Atom w Polsce: Co przyniesie nowa era po wyborach w USA?
2024-11-08
Autor: Andrzej
Po wyborach w USA pojawiają się nowe wątpliwości dotyczące realizacji kluczowego projektu budowy elektrowni jądrowej w Choczewie - informuje "Rzeczpospolita". Od minionych 12 miesięcy informacje o problemach w realizacji projektu zbierają na sile. Jednym z największych zmartwień jest współpraca między konsorcjum Westinghouse i Bechtel przy projekcie atomowym w Polsce. Rozmowy między polską a amerykańską stroną napotykają liczne trudności, a konkretne pytania dotyczą głównie terminu realizacji umowy na projektowanie elektrowni, która - jak twierdzi strona amerykańska - nie będzie gotowa na czas.

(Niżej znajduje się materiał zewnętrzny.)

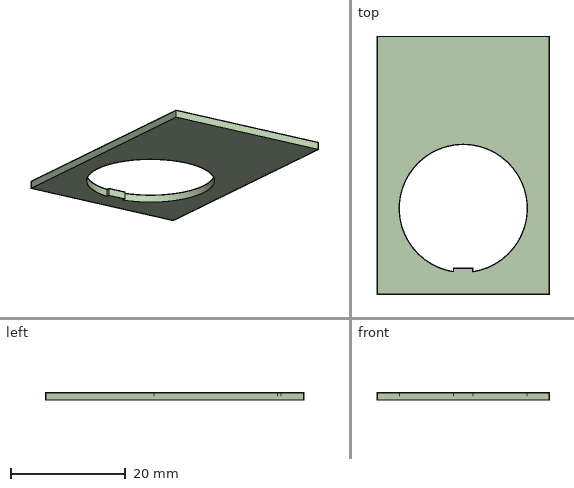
import cadquery as cq

plate_width = 30.0
plate_length = 45.0
plate_thickness = 1.3

hole_diameter = 22.3
hole_center_y = -7.5
key_width = 3.4
key_distance = 10.4


def make_plate():
    """Flat rectangular plate centred on the origin, resting on Z = 0."""
    return cq.Workplane("XY").box(
        plate_width, plate_length, plate_thickness, centered=(True, True, False)
    )


def make_keyed_opening():
    """Through cylinder with the key's material left out of it."""
    hole_radius = hole_diameter / 2
    opening = (
        cq.Workplane("XY")
        .center(0, hole_center_y)
        .circle(hole_radius)
        .extrude(plate_thickness)
    )
    key = (
        cq.Workplane("XY")
        .center(0, hole_center_y - (key_distance + hole_radius) / 2)
        .rect(key_width, hole_radius - key_distance)
        .extrude(plate_thickness)
    )
    return opening.cut(key)


result = make_plate().cut(make_keyed_opening())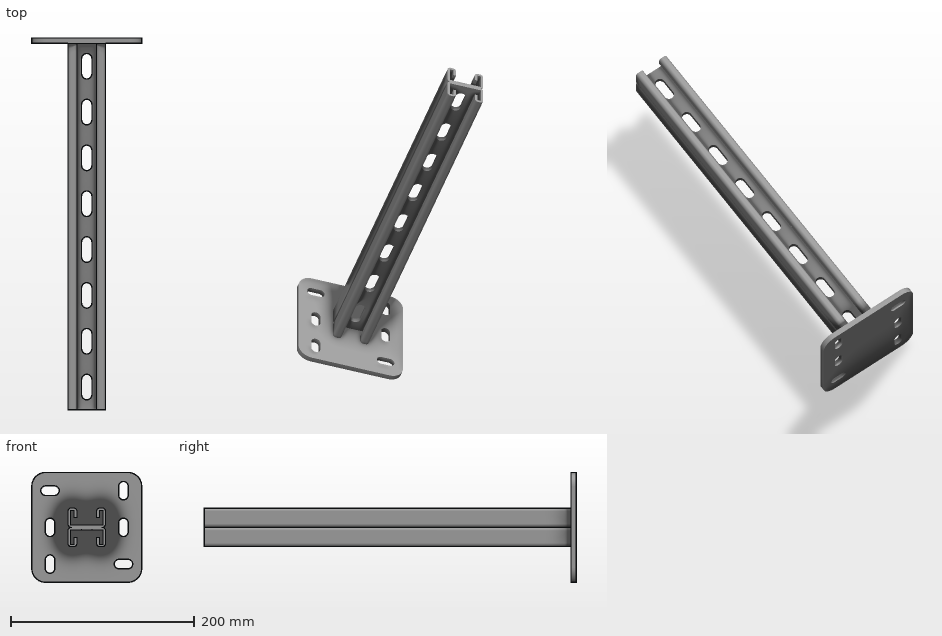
import cadquery as cq

total_length = 406.0

plate_side = 120.0
plate_thickness = plate_side / 20
plate_corner_radius = 15.5
plate_slot_length = 20.0
plate_slot_width = 10.0
plate_slot_offset = plate_side / 3

arm_length = total_length - plate_thickness
arm_width = 41.0
arm_height = 42.2
wall = 2.65
bend_radius = 3.5
lip_reach = 9.7
lip_thickness = 3.05
lip_depth = 10.0

arm_slot_count = 8
arm_slot_pitch = arm_length / arm_slot_count
arm_slot_length = 27.5
arm_slot_width = 11.0

plate_slots = [
    (-1, 1, 0),
    (-1, 0, 90),
    (-1, -1, 90),
    (1, 1, 90),
    (1, 0, 90),
    (1, -1, 0),
]


def bar(width, height, z_bottom, x_center=0):
    """Square-edged bar along Y, from the front of the plate to the free end of the arm."""
    return (
        cq.Workplane("XZ")
        .center(x_center, z_bottom + height / 2)
        .rect(width, height)
        .extrude(arm_length)
    )


def make_channel():
    """C channel resting on Z = 0, with its open side up and its lips turned inward."""
    height = arm_height / 2
    opening_width = arm_width - 2 * lip_reach
    channel = bar(arm_width, height, 0).cut(bar(opening_width, height, wall))

    bends = channel.edges("|Y and (>Z or <X or >X)")
    channel = bends.fillet(bend_radius)

    channel = channel.cut(bar(arm_width - 2 * wall, height - wall - lip_depth, wall))
    gap_width = lip_reach - wall - lip_thickness
    gap_center = arm_width / 2 - wall - gap_width / 2
    for x_center in (-gap_center, gap_center):
        channel = channel.cut(bar(gap_width, height - 2 * wall, wall, x_center))
    return channel


def make_arm():
    """Two channels back to back, with a row of slots through both webs."""
    channel = make_channel()
    arm = channel.union(channel.mirror("XY"))
    slot_places = [(0, -(i + 0.5) * arm_slot_pitch) for i in range(arm_slot_count)]
    slots = (
        cq.Workplane("XY")
        .pushPoints(slot_places)
        .slot2D(arm_slot_length, arm_slot_width, 90)
        .extrude(arm_height / 2, both=True)
    )
    return arm.cut(slots)


def make_plate():
    """Square plate behind the arm, with rounded corners and six slots."""
    plate = (
        cq.Workplane("XZ")
        .rect(plate_side, plate_side)
        .extrude(-plate_thickness)
        .edges("|Y")
        .fillet(plate_corner_radius)
    )
    for x_side, z_side, angle in plate_slots:
        slot = (
            cq.Workplane("XZ")
            .center(x_side * plate_slot_offset, z_side * plate_slot_offset)
            .slot2D(plate_slot_length, plate_slot_width, angle)
            .extrude(-plate_thickness)
        )
        plate = plate.cut(slot)
    return plate


result = make_plate().union(make_arm())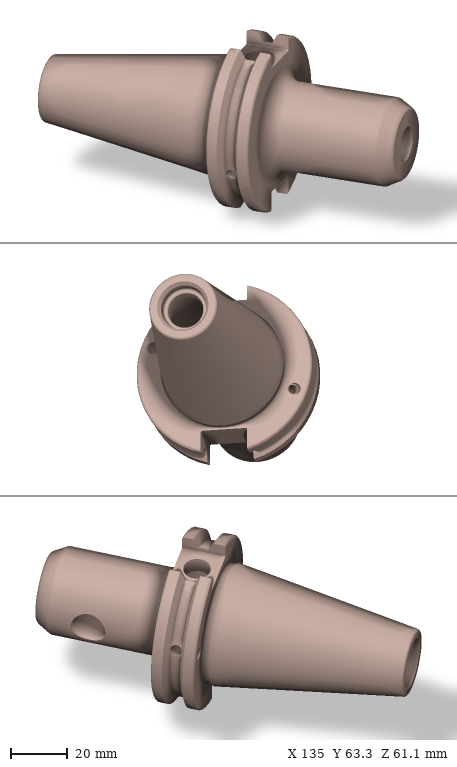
import cadquery as cq
import math

TOTAL_LENGTH = 135.0

TAPER_RATIO = 7 / 24
TAPER_END_X = 67.9
GAUGE_DIAMETER = 44.4
TAPER_SMALL_DIAMETER = GAUGE_DIAMETER - TAPER_RATIO * TAPER_END_X
TAPER_EDGE_RADIUS = 1.0
GAUGE_LAND_WIDTH = 0.5
NECK_START_X = 69.5
NECK_DIAMETER = 43.6
NECK_FILLET_RADIUS = 0.4

FLANGE_START_X = 71.3
FLANGE_WIDTH = 16.0
FLANGE_END_X = FLANGE_START_X + FLANGE_WIDTH
FLANGE_DIAMETER = 63.3
FLANGE_EDGE_RADIUS = 1.0
GROOVE_CENTER_X = FLANGE_START_X + FLANGE_WIDTH / 2
GROOVE_DIAMETER = 56.5
GROOVE_FLOOR_WIDTH = 3.5
GROOVE_WALL_ANGLE = 30.0

SHANK_DIAMETER = 32.0
SHANK_FILLET_RADIUS = 5.0
NOSE_START_X = 129.4
NOSE_BREAK_LENGTH = 0.4
NOSE_BREAK_DIAMETER = 31.7
NOSE_TIP_LENGTH = 0.7
NOSE_CONE_END_DIAMETER = 26.7
NOSE_TIP_DIAMETER = 25.4

BORE_MOUTH_DIAMETER = 18.5
BORE_MOUTH_LENGTH = 1.4
COUNTERBORE_DIAMETER = 16.3
COUNTERBORE_END_X = 4.6
BORE_LEAD_DIAMETER = 13.4
BORE_DIAMETER = 12.7

SLOT_WIDTH = 16.7
UPPER_SLOT_FLOOR = 25.0
LOWER_SLOT_FLOOR = 22.7
SLOT_CORNER_RADIUS = 0.5

DIMPLE_DIAMETER = 9.7
DIMPLE_DEPTH = 6.1
DRILL_POINT_ANGLE = 118.0

SCREW_HOLE_X = 114.7
SCREW_HOLE_DIAMETER = 12.7

COOLANT_ANGLE = 20.0
COOLANT_PITCH_RADIUS = 27.0
COOLANT_MOUTH_DIAMETER = 4.2
COOLANT_MOUTH_DEPTH = 1.9
COOLANT_DIAMETER = 3.2
COOLANT_LENGTH = 9.5
COOLANT_TILT = 30.0
COOLANT_LEAD_IN = 1.4
PLUG_DIAMETER = 4.2
PLUG_DEPTH = 6.1


def make_body():
    """Revolve the taper, neck, flange and shank about the X axis."""
    flange_radius = FLANGE_DIAMETER / 2
    groove_radius = GROOVE_DIAMETER / 2
    floor_half = GROOVE_FLOOR_WIDTH / 2
    wall_run = (flange_radius - groove_radius) * math.tan(math.radians(GROOVE_WALL_ANGLE))
    groove_half = floor_half + wall_run
    shank_radius = SHANK_DIAMETER / 2
    diagonal = math.sqrt(0.5)

    def edge_arc(sketch, x_center, y_center, radius, middle, end):
        """Draw a quarter arc through a middle direction to an end direction."""
        return sketch.threePointArc(
            (x_center + radius * middle[0], y_center + radius * middle[1]),
            (x_center + radius * end[0], y_center + radius * end[1]),
        )

    profile = cq.Workplane("XY").lineTo(0, TAPER_SMALL_DIAMETER / 2 - TAPER_EDGE_RADIUS)
    profile = edge_arc(
        profile,
        TAPER_EDGE_RADIUS,
        TAPER_SMALL_DIAMETER / 2 - TAPER_EDGE_RADIUS,
        TAPER_EDGE_RADIUS,
        (-diagonal, diagonal),
        (0, 1),
    )
    profile = (
        profile.lineTo(TAPER_END_X, GAUGE_DIAMETER / 2)
        .lineTo(TAPER_END_X + GAUGE_LAND_WIDTH, GAUGE_DIAMETER / 2)
        .lineTo(NECK_START_X, NECK_DIAMETER / 2)
        .lineTo(FLANGE_START_X - NECK_FILLET_RADIUS, NECK_DIAMETER / 2)
    )
    profile = edge_arc(
        profile,
        FLANGE_START_X - NECK_FILLET_RADIUS,
        NECK_DIAMETER / 2 + NECK_FILLET_RADIUS,
        NECK_FILLET_RADIUS,
        (diagonal, -diagonal),
        (1, 0),
    )
    profile = profile.lineTo(FLANGE_START_X, flange_radius - FLANGE_EDGE_RADIUS)
    profile = edge_arc(
        profile,
        FLANGE_START_X + FLANGE_EDGE_RADIUS,
        flange_radius - FLANGE_EDGE_RADIUS,
        FLANGE_EDGE_RADIUS,
        (-diagonal, diagonal),
        (0, 1),
    )
    profile = (
        profile.lineTo(GROOVE_CENTER_X - groove_half, flange_radius)
        .lineTo(GROOVE_CENTER_X - floor_half, groove_radius)
        .lineTo(GROOVE_CENTER_X + floor_half, groove_radius)
        .lineTo(GROOVE_CENTER_X + groove_half, flange_radius)
        .lineTo(FLANGE_END_X - FLANGE_EDGE_RADIUS, flange_radius)
    )
    profile = edge_arc(
        profile,
        FLANGE_END_X - FLANGE_EDGE_RADIUS,
        flange_radius - FLANGE_EDGE_RADIUS,
        FLANGE_EDGE_RADIUS,
        (diagonal, diagonal),
        (1, 0),
    )
    profile = profile.lineTo(FLANGE_END_X, shank_radius + SHANK_FILLET_RADIUS)
    profile = edge_arc(
        profile,
        FLANGE_END_X + SHANK_FILLET_RADIUS,
        shank_radius + SHANK_FILLET_RADIUS,
        SHANK_FILLET_RADIUS,
        (-diagonal, -diagonal),
        (0, -1),
    )
    profile = (
        profile.lineTo(NOSE_START_X, shank_radius)
        .lineTo(NOSE_START_X + NOSE_BREAK_LENGTH, NOSE_BREAK_DIAMETER / 2)
        .lineTo(TOTAL_LENGTH - NOSE_TIP_LENGTH, NOSE_CONE_END_DIAMETER / 2)
        .lineTo(TOTAL_LENGTH, NOSE_TIP_DIAMETER / 2)
        .lineTo(TOTAL_LENGTH, 0)
        .close()
    )
    return profile.revolve(360, (0, 0, 0), (1, 0, 0))


def make_bore():
    """Make the through bore with its flared mouth and counterbore."""
    lead_length = (BORE_LEAD_DIAMETER - BORE_DIAMETER) / 2
    return (
        cq.Workplane("XY")
        .lineTo(0, BORE_MOUTH_DIAMETER / 2)
        .lineTo(BORE_MOUTH_LENGTH, COUNTERBORE_DIAMETER / 2)
        .lineTo(COUNTERBORE_END_X, COUNTERBORE_DIAMETER / 2)
        .lineTo(COUNTERBORE_END_X, BORE_LEAD_DIAMETER / 2)
        .lineTo(COUNTERBORE_END_X + lead_length, BORE_DIAMETER / 2)
        .lineTo(TOTAL_LENGTH, BORE_DIAMETER / 2)
        .lineTo(TOTAL_LENGTH, 0)
        .close()
        .revolve(360, (0, 0, 0), (1, 0, 0))
    )


def make_slot(floor_distance, side):
    """Make a drive slot above (side = 1) or below (side = -1) the axis."""
    height = FLANGE_DIAMETER / 2
    floor_edges = "<Z" if side > 0 else ">Z"
    return (
        cq.Workplane("XY")
        .box(FLANGE_WIDTH, SLOT_WIDTH, height)
        .faces(floor_edges)
        .edges("|X")
        .fillet(SLOT_CORNER_RADIUS)
        .translate((GROOVE_CENTER_X, 0, side * (floor_distance + height / 2)))
    )


def make_dimple():
    """Make the drilled hole with a pointed bottom in the upper slot floor."""
    radius = DIMPLE_DIAMETER / 2
    point_length = radius / math.tan(math.radians(DRILL_POINT_ANGLE / 2))
    return (
        cq.Workplane("XZ")
        .lineTo(radius, 0)
        .lineTo(radius, -DIMPLE_DEPTH)
        .lineTo(0, -DIMPLE_DEPTH - point_length)
        .close()
        .revolve(360, (0, 0, 0), (0, 1, 0))
        .translate((GROOVE_CENTER_X, 0, UPPER_SLOT_FLOOR))
    )


def make_screw_hole():
    """Make the clamp screw hole from the shank surface to the axis."""
    axis = cq.Vector(0, 1, 0)
    start = cq.Vector(SCREW_HOLE_X, 0, 0)
    return cq.Solid.makeCylinder(SCREW_HOLE_DIAMETER / 2, SHANK_DIAMETER, start, axis)


def make_coolant_holes():
    """Make one coolant passage, tilted toward the axis, and its groove plug hole along +Y."""
    tilt = math.radians(COOLANT_TILT)
    direction = cq.Vector(math.cos(tilt), -math.sin(tilt), 0)
    start = cq.Vector(FLANGE_START_X, COOLANT_PITCH_RADIUS, 0) - direction * COOLANT_LEAD_IN
    mouth = cq.Solid.makeCylinder(
        COOLANT_MOUTH_DIAMETER / 2, COOLANT_LEAD_IN + COOLANT_MOUTH_DEPTH, start, direction
    )
    passage = cq.Solid.makeCylinder(
        COOLANT_DIAMETER / 2, COOLANT_LEAD_IN + COOLANT_LENGTH, start, direction
    )
    plug = cq.Solid.makeCylinder(
        PLUG_DIAMETER / 2,
        (FLANGE_DIAMETER - GROOVE_DIAMETER) / 2 + PLUG_DEPTH,
        cq.Vector(GROOVE_CENTER_X, GROOVE_DIAMETER / 2 - PLUG_DEPTH, 0),
        cq.Vector(0, 1, 0),
    )
    return cq.Workplane("XY").add(mouth.fuse(passage, plug))


result = make_body().cut(make_bore())
result = result.cut(make_slot(UPPER_SLOT_FLOOR, 1))
result = result.cut(make_slot(LOWER_SLOT_FLOOR, -1))
result = result.cut(make_dimple())
result = result.cut(cq.Workplane("XY").add(make_screw_hole()))
for turn in (0, 180):
    coolant_holes = make_coolant_holes().rotate((0, 0, 0), (1, 0, 0), COOLANT_ANGLE + turn)
    result = result.cut(coolant_holes)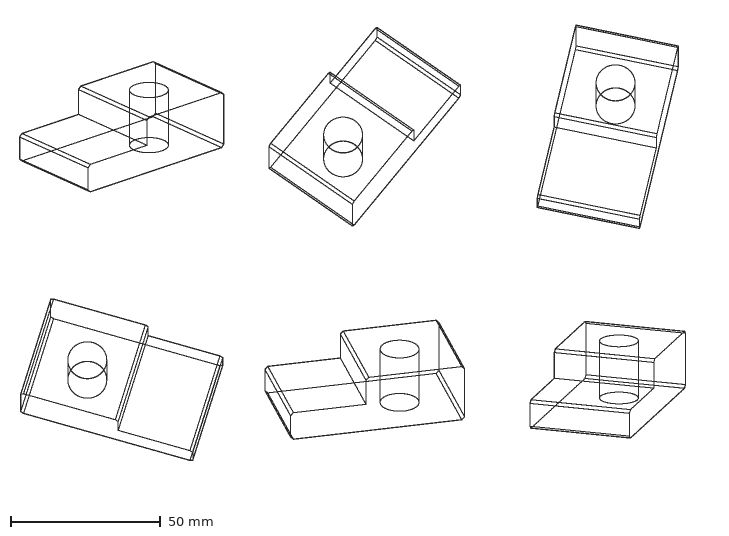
import cadquery as cq

width = 35.0
length = 60.0
height = 20.0
block_length = 34.0
tongue_height = 10.0
chamfer = 1.0
hole_diameter = 13.0
hole_to_back = 18.0

step_y = length - block_length


def stepped_body():
    """Side profile in the YZ plane, extruded across the width."""
    profile = (
        cq.Workplane("YZ")
        .moveTo(chamfer, 0)
        .lineTo(length - chamfer, 0)
        .lineTo(length, chamfer)
        .lineTo(length, height - chamfer)
        .lineTo(length - chamfer, height)
        .lineTo(step_y + chamfer, height)
        .lineTo(step_y, height - chamfer)
        .lineTo(step_y, tongue_height)
        .lineTo(chamfer, tongue_height)
        .lineTo(0, tongue_height - chamfer)
        .lineTo(0, chamfer)
        .close()
    )
    return profile.extrude(width)


def through_hole():
    """Vertical cylinder through the thick block, centred across the width."""
    return (
        cq.Workplane("XY")
        .center(width / 2, length - hole_to_back)
        .circle(hole_diameter / 2)
        .extrude(height)
    )


result = stepped_body().cut(through_hole())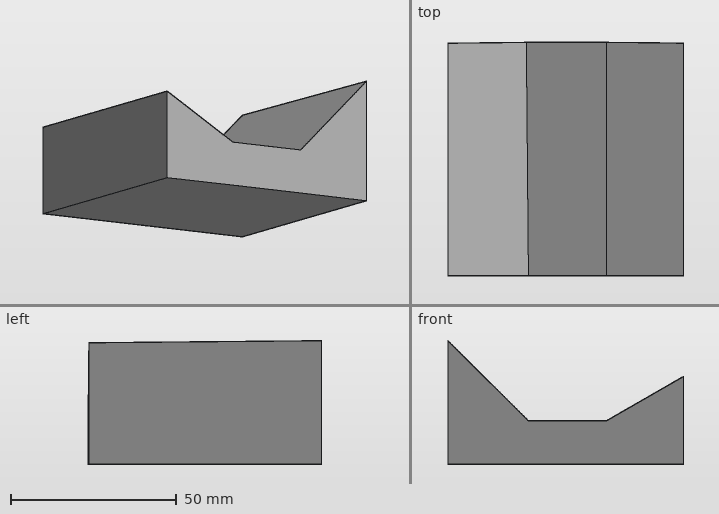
import cadquery as cq

width = 71.15
length = 70.49
left_height = 37.37

right_height = 26.6
floor_height = 13.2
floor_start = 24.32
floor_end = 47.85

left_back_drop = 0.63

back_crown = 0.3


def cross_section(flank_drop):
    """Corner points (x, z) of the channel profile with its left flank lowered by flank_drop."""
    return [
        (0, 0),
        (width, 0),
        (width, right_height),
        (floor_end, floor_height),
        (floor_start - flank_drop, floor_height),
        (0, left_height - flank_drop),
    ]


def channel_block():
    """Loft of the front profile into the slightly lower back profile."""
    return (
        cq.Workplane("XZ")
        .polyline(cross_section(flank_drop=0))
        .close()
        .workplane(offset=-length)
        .polyline(cross_section(left_back_drop))
        .close()
        .loft(ruled=True)
    )


def plan_envelope():
    """Full-height plan shape that trims the back end to its crown."""
    side_length = length - back_crown
    return (
        cq.Workplane("XY")
        .lineTo(width, 0)
        .lineTo(width, side_length)
        .threePointArc((width / 2, length), (0, side_length))
        .close()
        .extrude(left_height)
    )


result = channel_block().intersect(plan_envelope())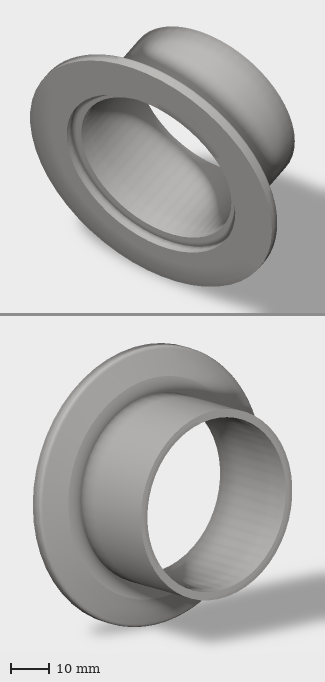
import cadquery as cq
import math

flange_diameter = 75.0
total_length = 30.0
tube_diameter = 50.85
bore_diameter = 46.5

recess_diameter = 52.3
recess_depth = 2.6

flange_thickness = 5.1
cone_angle = 15.0
cone_inner_radius = 29.7
rim_fillet = 1.0

flange_radius = flange_diameter / 2
cone_drop = (flange_radius - cone_inner_radius) * math.tan(math.radians(cone_angle))
rim_height = flange_thickness - cone_drop


def cylinder(diameter, length):
    """Cylinder from the sealing face at Y = 0 along +Y."""
    return cq.Workplane("XZ").circle(diameter / 2).extrude(-length)


def make_flange():
    """Flange with a sloped back and a rounded rim edge."""
    profile = (
        cq.Workplane("XY")
        .lineTo(flange_radius, 0)
        .lineTo(flange_radius, rim_height)
        .lineTo(cone_inner_radius, flange_thickness)
        .lineTo(0, flange_thickness)
        .close()
    )
    flange = profile.revolve(360, (0, 0, 0), (0, 1, 0))
    rim_edge = flange.faces("%CONE").edges("<Y")
    return rim_edge.fillet(rim_fillet)


tube = cylinder(tube_diameter, total_length)
bore = cylinder(bore_diameter, total_length)
recess = cylinder(recess_diameter, recess_depth)

result = make_flange().union(tube).cut(bore).cut(recess)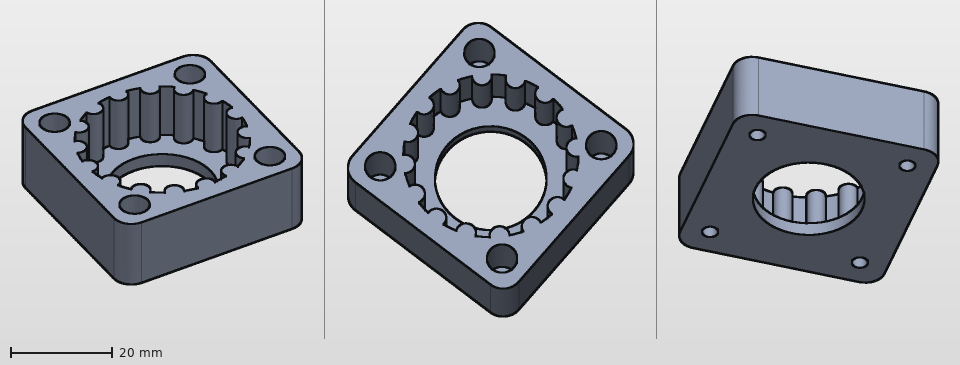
import cadquery as cq

width_x = 42.3
length_y = 42.45
height = 15.0
corner_radius = 4.0

floor_thickness = 3.0
pocket_depth = height - floor_thickness
pocket_diameter = 34.55
bore_diameter = 22.0

pin_count = 16
pin_diameter = 3.9
pin_circle_diameter = 33.95

screw_spacing = 30.97
screw_diameter = 3.2
counterbore_diameter = 6.0
counterbore_depth = pocket_depth


def make_housing():
    """Rounded block with the pocket and the bore through its floor."""
    block = cq.Workplane("XY").box(width_x, length_y, height, centered=(True, True, False))
    block = block.edges("|Z").fillet(corner_radius)
    return block.faces(">Z").workplane().cboreHole(bore_diameter, pocket_diameter, pocket_depth)


def make_pins():
    """Full-height ring pins, flush with the top face."""
    return (
        cq.Workplane("XY")
        .workplane(offset=floor_thickness)
        .polarArray(pin_circle_diameter / 2, 0, 360, pin_count)
        .circle(pin_diameter / 2)
        .extrude(pocket_depth)
    )


def cut_screw_holes(body):
    """Counterbored through holes on a square pattern."""
    return (
        body.faces(">Z")
        .workplane(origin=(0, 0, height))
        .rarray(screw_spacing, screw_spacing, 2, 2)
        .cboreHole(screw_diameter, counterbore_diameter, counterbore_depth)
    )


result = cut_screw_holes(make_housing().union(make_pins()))

Warto przypomnieć, że umowa Engineering Service Contract (ESC) została podpisana we wrześniu 2023 roku z planem jej zaliczenia w ciągu 18 miesięcy. Niestety, już rok później Patrick Fragman, prezes Westinghouse, przyznał, że konieczne będzie przedłużenie tego etapu, co niewątpliwie wpłynie na ogólny harmonogram budowy.
Aktualnie Polskie Elektrownie Jądrowe (PEJ) raportują, że Amerykanie wykonali około 60% umowy. Jednak "Rzeczpospolita" informuje, że umowa ESC, mająca kluczowe znaczenie dla Polski, nie będzie gotowa na czas, co potwierdzają źródła w rządzie.
Polska nie wydaje się być zadowolona z dotychczasowej współpracy z Amerykanami. Kierownictwo PEJ chce ustanowić warunki współpracy od nowa, przekształcając ją w bardziej przejrzystą formę. W tym celu planują zawrzeć umowę pomostową, która określi oczekiwania przed podpisaniem kluczowej umowy EPC (Engineering, Procurement and Construction) - mają być gotowe do końca 2025 roku.
Od września 2023 roku Polska płaci 1,5 miliona dolarów dziennie stronie amerykańskiej, co budzi liczne kontrowersje, ponieważ brak jest pełnej informacji, za co dokładnie te środki są wydawane. W wywiadzie prezes PEJ Leszek Juchniewicz przyznał, że dotychczasowe umowy nie zabezpieczały właściwie interesów Polski. Zwrócił uwagę na presję, jaką wywierano podczas negocjacji ze strony amerykańskiej.
Niestety, problemy nie kończą się tylko na trudnych negocjacjach. Władze mają wątpliwości w sprawie wyboru Choczewa na lokalizację elektrowni z powodu potencjalnych problemów geologicznych oraz braków w kadrze - według doniesień brakuje około 80 inżynierów w kluczowych departamentach PEJ.
Ponadto po wyborach prezydentury w USA przez Donalda Trumpa głos w tej sprawie może się zmienić. Choć Trump był wcześniej zwolennikiem atomu, to na zjeździe w Pensylwanii wyraził wątpliwości co do sensowności budowy nowych, dużych reaktorów atomowych, co może wpłynąć na przyszłość inwestycji w Choczewie.
Władze zakładają, że budowa pierwszego bloku elektrowni jądrowej w Polsce powinna rozpocząć się w 2028 roku i zakończyć w 2035 roku. Czy ta ambitna wizja się zmaterializuje? Czas pokaże.